* [What you are asked to do]:
Quote the records that follow in full, leaving the pictures out.

___ Provided data

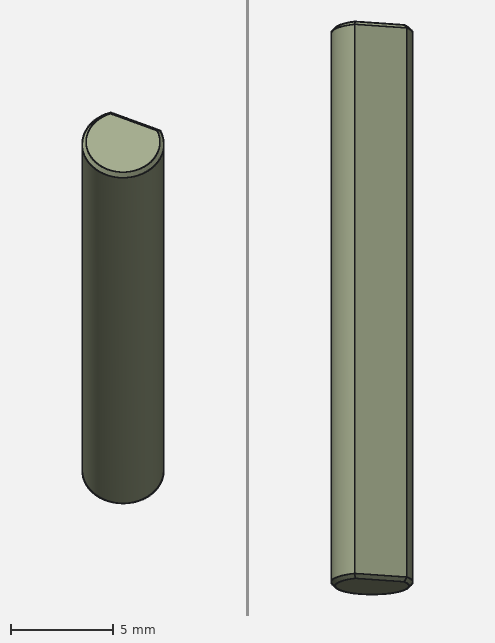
import cadquery as cq

length = 28.0
diameter = 4.0
depth_across_flat = 3.5
end_chamfer = 0.2

radius = diameter / 2
flat_y = depth_across_flat - radius

bar = cq.Workplane("XY").circle(radius).extrude(length)

flat_cutter = (
    cq.Workplane("XY")
    .box(diameter, diameter, length, centered=(True, False, False))
    .translate((0, flat_y, 0))
)
pin = bar.cut(flat_cutter)

result = pin.faces("<Z or >Z").edges().chamfer(end_chamfer)
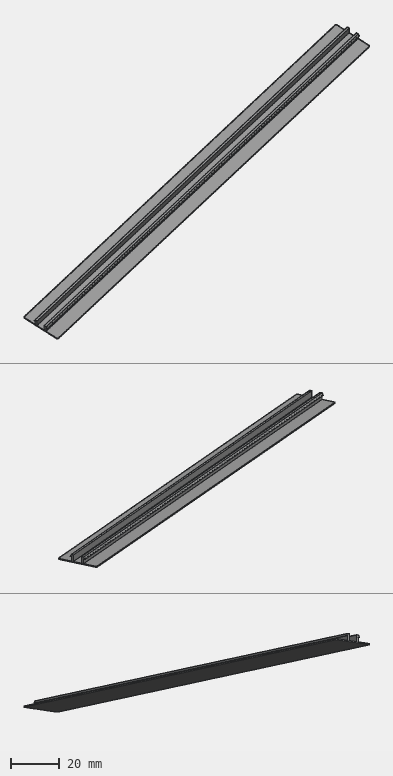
import cadquery as cq

length = 201.0
base_width = 18.0
total_height = 3.39

base_thickness = 0.5
corner_radius = 0.5

rib_gap = 3.8
rib_thickness = 1.0
barb_reach = 0.57
barb_height = 0.99


def base_strip():
    """Flat strip centred on X and Y, resting on Z = 0, with rounded corners."""
    strip = cq.Workplane("XY").box(base_width, length, base_thickness, centered=(True, True, False))
    return strip.edges("|Z").fillet(corner_radius)


def snap_rib():
    """Full-length rib on the +X side; its barb has a flat underside and a sloped lead-in face."""
    inner_x = rib_gap / 2
    outer_x = inner_x + rib_thickness
    barb_tip_x = outer_x + barb_reach
    barb_underside_z = total_height - barb_height
    profile = [
        (inner_x, 0),
        (outer_x, 0),
        (outer_x, barb_underside_z),
        (barb_tip_x, barb_underside_z),
        (outer_x, total_height),
        (inner_x, total_height),
    ]
    return cq.Workplane("XZ").polyline(profile).close().extrude(length / 2, both=True)


right_rib = snap_rib()
left_rib = right_rib.mirror("YZ")
result = base_strip().union(right_rib).union(left_rib)

______

* [Task solution]:
import cadquery as cq

length = 28.0
diameter = 4.0
depth_across_flat = 3.5
end_chamfer = 0.2

radius = diameter / 2
flat_y = depth_across_flat - radius

bar = cq.Workplane("XY").circle(radius).extrude(length)

flat_cutter = (
    cq.Workplane("XY")
    .box(diameter, diameter, length, centered=(True, False, False))
    .translate((0, flat_y, 0))
)
pin = bar.cut(flat_cutter)

result = pin.faces("<Z or >Z").edges().chamfer(end_chamfer)
import cadquery as cq

length = 201.0
base_width = 18.0
total_height = 3.39

base_thickness = 0.5
corner_radius = 0.5

rib_gap = 3.8
rib_thickness = 1.0
barb_reach = 0.57
barb_height = 0.99


def base_strip():
    """Flat strip centred on X and Y, resting on Z = 0, with rounded corners."""
    strip = cq.Workplane("XY").box(base_width, length, base_thickness, centered=(True, True, False))
    return strip.edges("|Z").fillet(corner_radius)


def snap_rib():
    """Full-length rib on the +X side; its barb has a flat underside and a sloped lead-in face."""
    inner_x = rib_gap / 2
    outer_x = inner_x + rib_thickness
    barb_tip_x = outer_x + barb_reach
    barb_underside_z = total_height - barb_height
    profile = [
        (inner_x, 0),
        (outer_x, 0),
        (outer_x, barb_underside_z),
        (barb_tip_x, barb_underside_z),
        (outer_x, total_height),
        (inner_x, total_height),
    ]
    return cq.Workplane("XZ").polyline(profile).close().extrude(length / 2, both=True)


right_rib = snap_rib()
left_rib = right_rib.mirror("YZ")
result = base_strip().union(right_rib).union(left_rib)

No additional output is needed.